4 Ways You’re Hurting Your Chain

Show your drivetrain some love by avoiding these simple mistakes.


Caitlin Giddings |

Show your drivetrain some love by avoiding these simple mistakes. – By Caitlin Giddings

Illustration by tomasz przechlewski via Flickr
Illustration by tomasz przechlewski via Flickr

Your chain might be one of the least flashy parts of your bike but without it, your drivetrain – and you – aren’t going anywhere. Show a little respect for those all-important links working their way through your gears.

Here are four ways you’re abusing your chain and how to stop:

Not cleaning it

A clean chain will not only shift better and last longer, but it also won’t rattle around and distract you from your ride. Here’s what to do: First apply degreaser along the length of your chain as you turn the crank. Use an old toothbrush to remove all the loose grime. Gently rinse off the degreaser with water, and let the chain dry for 5-10 minutes.

Not lubing it

After your chain is clean, you need to lube it to keep it moving smoothly. Apply your lube of choice (here’s how to pick a lube) lightly on each link and chain sideplate. Turn your crank backward a few times to spread the oil across all links and then use a rag to wipe excess lube from the chain and cassette. For a more thorough step-by-step guide, watch this video on lubing a chain.

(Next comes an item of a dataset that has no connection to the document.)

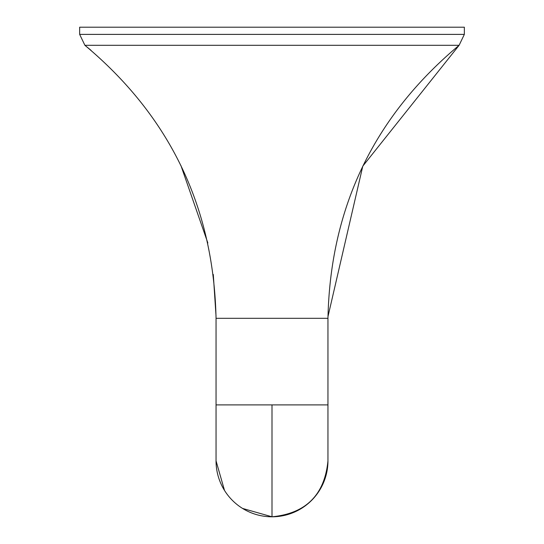 <?xml version="1.0" encoding="UTF-8"?>
<svg xmlns="http://www.w3.org/2000/svg" width="544" height="544" viewBox="0 0 544 544"><rect width="100%" height="100%" fill="white"/><g stroke="black" fill="none" stroke-linecap="round" stroke-linejoin="round"><path stroke-width="0.82" d="M327.957 460.544L327.957 460.843A55.957 55.957 0 0 1 272 516.8C305.986 513.482 324.639 494.829 327.957 460.843A55.957 55.957 0 0 1 272 516.8L242.59 508.443L272 516.8A55.957 55.957 0 0 1 216.043 460.843A55.957 55.957 0 0 0 272 516.8A55.957 55.957 0 0 1 216.043 460.843L224.516 490.443M301.41 508.443A55.957 55.957 0 0 0 319.484 490.443M327.957 460.843L327.957 404.892L216.043 404.892L216.043 318.301L327.957 318.301L327.957 460.843M327.957 318.301C330.324 207.441 374.034 116.443 459.095 45.308L84.905 45.308L79.655 34.388L79.655 27.2L464.345 27.2L464.345 34.388L459.095 45.308L362.794 166.138L327.957 316.669M216.043 460.843L216.043 404.892M272 516.8L272 404.892M79.655 34.388L464.345 34.388L459.095 45.308M216.043 461.006L216.043 460.496M216.036 316.098L213.289 274.482M207.835 242.957L180.928 165.566M91.011 50.313L84.905 45.308C169.966 116.443 213.676 207.441 216.043 318.301M327.957 460.503L327.957 460.965"/></g></svg>
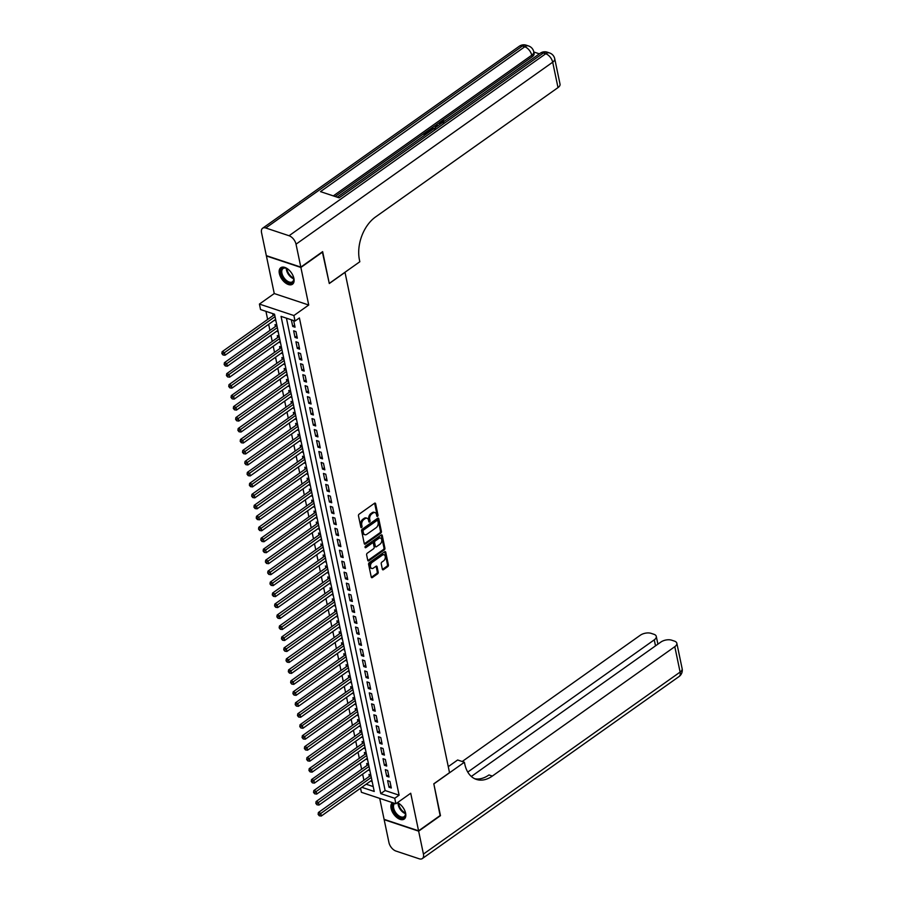 <?xml version="1.0" encoding="UTF-8"?>
<svg xmlns="http://www.w3.org/2000/svg" width="904" height="904" viewBox="0 0 904 904"><rect width="100%" height="100%" fill="white"/><g stroke="black" fill="none" stroke-linecap="round" stroke-linejoin="round"><path stroke-width="1.36" d="M377.567 516.331A0.893 0.588 108.4 0 0 378.008 515.156L375.612 503.709A1.277 0.836 108.4 0 0 374.538 503.245L359.103 514.184A1.277 0.836 108.4 0 0 358.481 515.868L360.865 527.303A0.893 0.588 108.4 0 0 362.063 526.456L361.758 524.975A4.079 2.667 108.4 0 1 363.781 519.585L365.069 518.67A4.079 2.667 108.4 0 1 367.069 518.252A4.079 2.667 108.4 0 1 368.527 520.173L368.832 521.653A0.893 0.588 108.4 0 0 370.041 520.806L369.725 519.325A4.079 2.667 108.4 0 1 371.747 513.935L373.036 513.02A4.079 2.667 108.4 0 1 375.036 512.602A4.079 2.667 108.4 0 1 376.493 514.523L376.81 516.003A0.893 0.588 108.4 0 0 377.567 516.331M376.776 515.89A0.893 0.588 108.4 0 0 377.07 514.839L374.685 503.404A1.277 0.836 108.4 0 0 374.618 503.189M360.843 527.19A0.893 0.588 108.4 0 0 361.137 526.151L360.82 524.659L361.758 524.975M368.809 521.54A0.893 0.588 108.4 0 0 369.103 520.489L368.798 519.009L369.725 519.325M392.438 802.616A10.113 5.718 -125.3 0 0 391.093 808.402A10.113 5.718 -125.3 0 0 396.754 817.431A10.113 5.718 -125.3 0 0 404.212 819.069A10.113 5.718 -125.3 0 0 405.625 813.238A10.113 5.718 -125.3 0 0 397.489 802.628M293.89 278.387A10.113 5.718 -125.3 0 0 288.229 269.358A10.113 5.718 -125.3 0 0 280.771 267.72A10.113 5.718 -125.3 0 0 279.359 273.55A10.113 5.718 -125.3 0 0 285.02 282.579A10.113 5.718 -125.3 0 0 292.478 284.229A10.113 5.718 -125.3 0 0 293.89 278.387M382.358 569.215A1.277 0.836 108.4 0 0 383.443 569.689L387.771 566.616A1.277 0.836 108.4 0 0 388.404 564.932L385.748 552.231A1.277 0.836 108.4 0 0 384.663 551.756L369.239 562.695A1.277 0.836 108.4 0 0 368.606 564.378L371.261 577.091A1.277 0.836 108.4 0 0 372.346 577.554L377.578 573.848A1.277 0.836 108.4 0 0 378.211 572.164L377.07 566.729A1.277 0.836 108.4 0 0 375.985 566.254L373.397 568.096A3.401 2.226 108.4 0 1 371.725 568.447A3.401 2.226 108.4 0 1 370.437 565.712A3.401 2.226 108.4 0 1 372.188 562.333L382.347 555.135A3.401 2.226 108.4 0 1 384.031 554.785A3.401 2.226 108.4 0 1 385.307 557.519A3.401 2.226 108.4 0 1 383.556 560.898L381.861 562.096A1.277 0.836 108.4 0 0 381.228 563.78L382.358 569.215M286.444 318.174L385.127 790.537L399.105 795.181L394.743 798.277L395.884 803.769L361.408 792.288L360.549 788.198M322.344 251.854L329.293 283.517L345.012 272.375L449.525 772.66L433.807 783.802L440.406 815.34L418.575 830.821L410.721 793.237L395.884 803.769M322.705 251.967L300.885 267.448L266.409 255.968L274.251 293.551L259.414 304.072L293.89 315.541L295.032 321.033L281.054 316.377L380.765 793.633L394.743 798.277M274.251 293.551L308.727 305.021L300.885 267.448M308.727 305.021L293.89 315.541M399.105 795.181L299.405 317.937L295.032 321.033M380.776 533.123A1.277 0.836 108.4 0 0 381.409 531.439L378.753 518.738A1.277 0.836 108.4 0 0 377.669 518.263L362.244 529.202A1.277 0.836 108.4 0 0 361.611 530.885L364.267 543.598A1.277 0.836 108.4 0 0 365.352 544.061L380.776 533.123L379.849 532.818A1.277 0.836 108.4 0 0 380.471 531.134L377.827 518.421A1.277 0.836 108.4 0 0 377.759 518.207M382.256 535.484L384.912 548.186A1.277 0.836 108.4 0 1 384.279 549.869L368.855 560.808A1.277 0.836 108.4 0 1 367.77 560.344L366.628 554.898A1.277 0.836 108.4 0 1 367.261 553.214L373.522 548.784A1.277 0.836 108.4 0 0 374.154 547.101L373.397 543.485A1.277 0.836 108.4 0 0 372.312 543.021L365.804 547.643A0.893 0.588 108.4 0 1 365.487 546.129L381.172 535.01A1.277 0.836 108.4 0 1 382.256 535.484L381.318 535.168L383.974 547.88L384.912 548.186M379.725 798.39L384.098 819.34L418.575 830.821M370.809 775.056L368.979 774.434L369.374 776.355M368.516 764.083L366.685 763.473L367.08 765.383M366.222 753.111L364.391 752.501L364.798 754.422M311.247 781.451L312.411 782.864L311.247 781.451L311.518 779.598L363.193 742.952A1.299 0.847 -71.6 0 0 363.51 742.636L363.894 742.116L362.097 741.529L362.504 743.45M361.645 731.166L359.803 730.556L360.21 732.477M359.351 720.194L357.521 719.584L357.916 721.505M357.057 709.222L355.227 708.612L355.622 710.533M354.763 698.25L352.933 697.639L353.328 699.56M299.789 726.601L300.953 728.002L299.789 726.601L300.06 724.737L351.735 688.091A1.299 0.847 -71.6 0 0 352.051 687.786L352.424 687.266L350.639 686.667L351.046 688.588M350.187 676.305L348.345 675.695L348.752 677.616M295.201 704.657L296.365 706.069L295.201 704.657L295.472 702.792L347.159 666.146A1.299 0.847 -71.6 0 0 347.464 665.841L347.848 665.321L346.051 664.722L346.458 666.644M345.599 654.372L343.769 653.75L344.164 655.671M343.305 643.399L341.475 642.789L341.87 644.699M341.011 632.427L339.181 631.817L339.576 633.738M338.717 621.455L336.887 620.845L337.294 622.766M336.435 610.482L334.593 609.872L335 611.793M334.141 599.51L332.299 598.9L332.706 600.821M331.847 588.538L330.017 587.928L330.412 589.849M329.553 577.566L327.723 576.955L328.118 578.876M327.259 566.593L325.429 565.983L325.824 567.904M324.965 555.621L323.135 555.011L323.542 556.932M322.683 544.649L320.841 544.038L321.248 545.959M320.389 533.688L318.547 533.066L318.954 534.987M318.095 522.715L316.264 522.105L316.66 524.015M263.12 551.056L264.284 552.468L263.12 551.056L263.38 549.203L315.067 512.557A1.299 0.847 -71.6 0 0 315.372 512.24L315.756 511.72L313.971 511.133L314.366 513.054M313.507 500.771L311.677 500.161L312.072 502.082M311.213 489.798L309.383 489.188L309.789 491.109M308.931 478.826L307.089 478.216L307.496 480.137M306.637 467.854L304.795 467.244L305.202 469.165M304.343 456.882L302.512 456.271L302.908 458.192M302.049 445.909L300.218 445.299L300.614 447.22M247.074 474.261L248.238 475.662L247.074 474.261L247.334 472.396L299.021 435.751A1.299 0.847 -71.6 0 0 299.337 435.445L299.71 434.926L297.924 434.327L298.32 436.248M297.461 423.965L295.631 423.354L296.037 425.275M295.179 413.004L293.337 412.393L293.743 414.303M292.885 402.031L291.043 401.421L291.45 403.342M290.591 391.059L288.76 390.449L289.156 392.37M288.297 380.087L286.466 379.477L286.862 381.398M286.003 369.114L284.172 368.504L284.568 370.425M231.028 397.466L232.192 398.867L231.028 397.466L231.3 395.602L282.975 358.956A1.299 0.847 -71.6 0 0 283.291 358.651L283.664 358.131L281.878 357.532L282.285 359.453M281.426 347.17L279.585 346.56L279.991 348.481M226.441 375.522L227.605 376.923L226.441 375.522L226.712 373.657L278.398 337.011A1.299 0.847 -71.6 0 0 278.703 336.706L279.087 336.186L277.291 335.587L277.697 337.508M276.839 325.225L275.008 324.615L275.404 326.536M295.054 327.203L293.676 320.626L291.348 319.846L292.726 326.434L295.054 327.203M297.348 338.175L295.97 331.598L293.642 330.819L295.009 337.407L297.348 338.175M299.631 349.147L298.263 342.571L295.936 341.791L297.303 348.379L299.631 349.147M301.925 360.12L300.557 353.543L298.218 352.763L299.597 359.34L301.925 360.12M304.219 371.092L302.84 364.504L300.512 363.736L301.891 370.312L304.219 371.092M306.512 382.064L305.134 375.476L302.806 374.708L304.185 381.285L306.512 382.064M308.806 393.037L307.428 386.449L305.1 385.68L306.479 392.257L308.806 393.037M311.1 404.009L309.722 397.421L307.394 396.653L308.761 403.229L311.1 404.009M313.383 414.981L312.016 408.393L309.688 407.614L311.055 414.201L313.383 414.981M315.677 425.953L314.309 419.366L311.97 418.586L313.349 425.174L315.677 425.953M317.971 436.914L316.592 430.338L314.264 429.558L315.643 436.146L317.971 436.914M320.265 447.887L318.886 441.31L316.558 440.53L317.937 447.118L320.265 447.887M322.558 458.859L321.18 452.282L318.852 451.503L320.231 458.091L322.558 458.859M324.852 469.831L323.474 463.255L321.146 462.475L322.513 469.063L324.852 469.831M327.135 480.804L325.768 474.216L323.44 473.447L324.807 480.024L327.135 480.804M329.429 491.776L328.062 485.188L325.722 484.42L327.101 490.996L329.429 491.776M331.723 502.748L330.344 496.16L328.016 495.392L329.395 501.969L331.723 502.748M334.017 513.721L332.638 507.133L330.31 506.364L331.689 512.941L334.017 513.721M336.311 524.693L334.932 518.105L332.604 517.337L333.983 523.913L336.311 524.693M338.604 535.665L337.226 529.077L334.898 528.298L336.265 534.885L338.604 535.665M340.887 546.626L339.52 540.05L337.192 539.27L338.559 545.858L340.887 546.626M343.181 557.598L341.814 551.022L339.475 550.242L340.853 556.83L343.181 557.598M345.475 568.571L344.096 561.994L341.768 561.214L343.147 567.802L345.475 568.571M347.769 579.543L346.39 572.966L344.062 572.187L345.441 578.775L347.769 579.543M350.063 590.515L348.684 583.939L346.356 583.159L347.735 589.747L350.063 590.515M352.357 601.488L350.978 594.9L348.65 594.131L350.017 600.708L352.357 601.488M354.639 612.46L353.272 605.872L350.944 605.104L352.311 611.68L354.639 612.46M356.933 623.432L355.566 616.844L353.227 616.076L354.605 622.653L356.933 623.432M359.227 634.405L357.848 627.817L355.521 627.048L356.899 633.625L359.227 634.405M361.521 645.377L360.142 638.789L357.814 638.021L359.193 644.597L361.521 645.377M363.815 656.349L362.436 649.761L360.108 648.982L361.487 655.569L363.815 656.349M366.109 667.31L364.73 660.734L362.402 659.954L363.77 666.542L366.109 667.31M368.391 678.282L367.024 671.706L364.696 670.926L366.063 677.514L368.391 678.282M370.685 689.255L369.318 682.678L366.979 681.899L368.357 688.486L370.685 689.255M372.979 700.227L371.601 693.65L369.273 692.871L370.651 699.459L372.979 700.227M375.273 711.199L373.894 704.623L371.567 703.843L372.945 710.42L375.273 711.199M377.567 722.172L376.188 715.584L373.861 714.815L375.239 721.392L377.567 722.172M379.861 733.144L378.482 726.556L376.154 725.788L377.522 732.364L379.861 733.144M382.143 744.116L380.776 737.528L378.448 736.76L379.816 743.337L382.143 744.116M384.437 755.089L383.07 748.501L380.731 747.732L382.109 754.309L384.437 755.089M386.731 766.061L385.353 759.473L383.025 758.693L384.403 765.281L386.731 766.061M389.025 777.033L387.647 770.445L385.319 769.666L386.697 776.254L389.025 777.033M387.613 780.638L388.991 787.226L391.319 787.994L389.94 781.418L387.613 780.638M265.945 311.349L267.64 319.451M268.646 324.31L269.934 330.423M270.94 335.271L272.217 341.396M273.234 346.243L274.511 352.357M275.528 357.216L276.805 363.329M277.822 368.188L279.099 374.301M280.116 379.16L281.393 385.273M282.398 390.132L283.686 396.246M284.692 401.105L285.969 407.218M286.986 412.077L288.263 418.19M289.28 423.049L290.557 429.163M291.574 434.022L292.851 440.135M293.868 444.994L295.145 451.107M296.15 455.955L297.439 462.08M298.444 466.927L299.721 473.041M300.738 477.9L302.015 484.013M303.032 488.872L304.309 494.985M305.326 499.844L306.603 505.957M307.62 510.816L308.897 516.93M309.902 521.789L311.191 527.902M312.196 532.761L313.473 538.874M314.49 543.733L315.767 549.847M316.784 554.706L318.061 560.819M319.078 565.678L320.355 571.791M321.372 576.639L322.649 582.764M323.655 587.611L324.943 593.725M325.948 598.584L327.225 604.697M328.242 609.556L329.519 615.669M330.536 620.528L331.813 626.641M332.83 631.5L334.107 637.614M335.124 642.473L336.401 648.586M337.407 653.445L338.684 659.558M339.701 664.417L340.977 670.531M341.994 675.39L343.271 681.503M344.288 686.362L345.565 692.475M346.582 697.323L347.859 703.448M348.876 708.295L350.153 714.409M351.159 719.268L352.436 725.381M353.453 730.24L354.73 736.353M355.747 741.212L357.023 747.325M358.041 752.184L359.317 758.298M360.334 763.157L361.611 769.27M362.628 774.129L363.905 780.242M366.154 784.22L373.216 786.57M274.545 314.253L272.714 313.643L273.11 315.564M274.296 320.298L275.923 320.841M276.59 331.271L278.217 331.813M278.884 342.243L280.5 342.786M281.178 353.215L282.794 353.758M283.472 364.188L285.088 364.73M285.754 375.16L287.382 375.691M288.048 386.132L289.675 386.663M290.342 397.105L291.969 397.636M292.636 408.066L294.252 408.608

Waiting too long to replace it

When your chain gets worn down, it begins to wear the teeth on your chainring and cassette. (If the teeth on your drivetrain look like shark teeth, it’s already too late – time to replace your cassette and chainrings, as well as the chain.) To keep this from happening, keep track of your chain wear and replace your chain before the links start to ovalise over time. The standard recommendation is to replace your chain after 3,200 kilometres, but this isn’t a hard, fast rule.

How fast your chain wears down will depend on a list of different factors, including rider weight, style of riding, riding surface, and other factors. Your best bet is to measure your chain regularly by lining up a 30-centimetre ruler so that the centre of a pin is even with the first line. If the last line on the ruler also falls in the center of a pin, you’re good. If it deviates by 0.16 cm or longer, it’s time to replace your chain.

Not replacing a worn chainring or cassette

Just as you need to replace your chain regularly, you’ll also want to replace your drivetrain components so they don’t wear down the chain. You’ll likely have a good idea when you need to replace these components because the teeth will start to look rounded and your chain will start skipping gears. If you put on a new cog, don’t stick with an old chain – replace the chain as well.